When I was in the third grade, I was asked to be in the sixth grade musical. It was thrilling. I felt like good things could lay ahead for me at Third Street Elementary, as long as I nailed my part of Winthrop, the male kid with a lisp in our school production of The Music Man. I did kind of nail it, in my corduroy knickers (inexplicably in style in the mid-’80s) and my borrowed penny loafers. I had a solo song—”Gary, Indiana”—and I’m pretty sure I killed. But then, running up on to the stage for my curtain call at the end of the show, one of the loafers (damn Alexandra and her slightly wider feet) came flying off. I tripped and fell on my face. On stage. In front of everyone. I quickly got up, stunned, took a humiliated bow, then hid behind the sixth graders, crying, while they took company bows.
PHOTO: Mark Schäfer
After the show, my dad valiantly tried to explain that no one even noticed my fall. And if they did, they just thought it was a “character choice.” He told me they loved my song, my lisp, my corduroy knickers—they didn’t even notice that thing at the end. That’s when I got my first taste of his Glass Menagerie speech. It was a good speech, something my dad would roll out when necessitated by any number of childhood and adolescent calamities.
It went a little something like this (and apologies to Tennessee Williams for this, I’m really just trying to paraphrase Jim Kohn’s interpretation of the work, as told to a hysterical 9-year-old): In the Glass Menagerie, Laura has a limp. It has held her back her whole life. Convinced that people are always whispering about her and judging her, she could barely stand going to high school and has gone out little in the years since. Then, a popular boy comes over who remembers her from high school, and she reminds him that she didn’t have many dates then or now because of the obvious limp. His response, “What limp?” All these years, she’s been limiting herself, her life, because of this flaw, and the fact is most people didn’t even notice or care. I think about that speech a lot. It resonates even more now than when I was 9, and I think my dad—and I guess American playwright and literary legend Tennessee Williams—were onto something.
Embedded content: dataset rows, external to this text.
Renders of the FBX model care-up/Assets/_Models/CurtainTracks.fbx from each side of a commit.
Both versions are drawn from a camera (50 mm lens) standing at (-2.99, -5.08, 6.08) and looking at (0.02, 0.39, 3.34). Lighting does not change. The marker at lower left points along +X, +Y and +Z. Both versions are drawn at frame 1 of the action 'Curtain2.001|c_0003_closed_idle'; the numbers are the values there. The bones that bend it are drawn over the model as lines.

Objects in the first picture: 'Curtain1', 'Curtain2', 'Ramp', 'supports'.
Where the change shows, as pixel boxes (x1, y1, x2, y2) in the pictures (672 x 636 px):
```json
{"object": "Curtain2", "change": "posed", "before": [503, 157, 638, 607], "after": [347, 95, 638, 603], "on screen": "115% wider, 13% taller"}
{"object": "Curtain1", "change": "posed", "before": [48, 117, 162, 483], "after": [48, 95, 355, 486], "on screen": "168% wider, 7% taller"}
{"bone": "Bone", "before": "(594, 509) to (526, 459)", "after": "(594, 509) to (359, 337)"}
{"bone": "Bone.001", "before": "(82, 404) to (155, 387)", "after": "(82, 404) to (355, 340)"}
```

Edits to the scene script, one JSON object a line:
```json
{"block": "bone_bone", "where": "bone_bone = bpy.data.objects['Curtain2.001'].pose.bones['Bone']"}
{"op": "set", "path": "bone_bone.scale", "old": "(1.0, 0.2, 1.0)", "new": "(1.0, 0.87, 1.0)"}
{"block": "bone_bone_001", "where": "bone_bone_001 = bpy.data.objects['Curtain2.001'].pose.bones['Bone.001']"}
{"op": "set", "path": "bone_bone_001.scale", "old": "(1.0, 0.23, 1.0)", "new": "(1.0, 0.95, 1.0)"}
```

We all obsess about our perceived flaws—our looks, our talents, our intelligence—but what if it isn’t those perceived flaws at all, only our belief in them, that is holding us back from our dreams? What if a single step toward radical confidence in ourselves got us closer to our dreams?
If that can be a goal for young women—on par with, or even overtaking, the desire for smaller pores or those very pointy fingernails—I will be a very happy, slightly-less-young woman.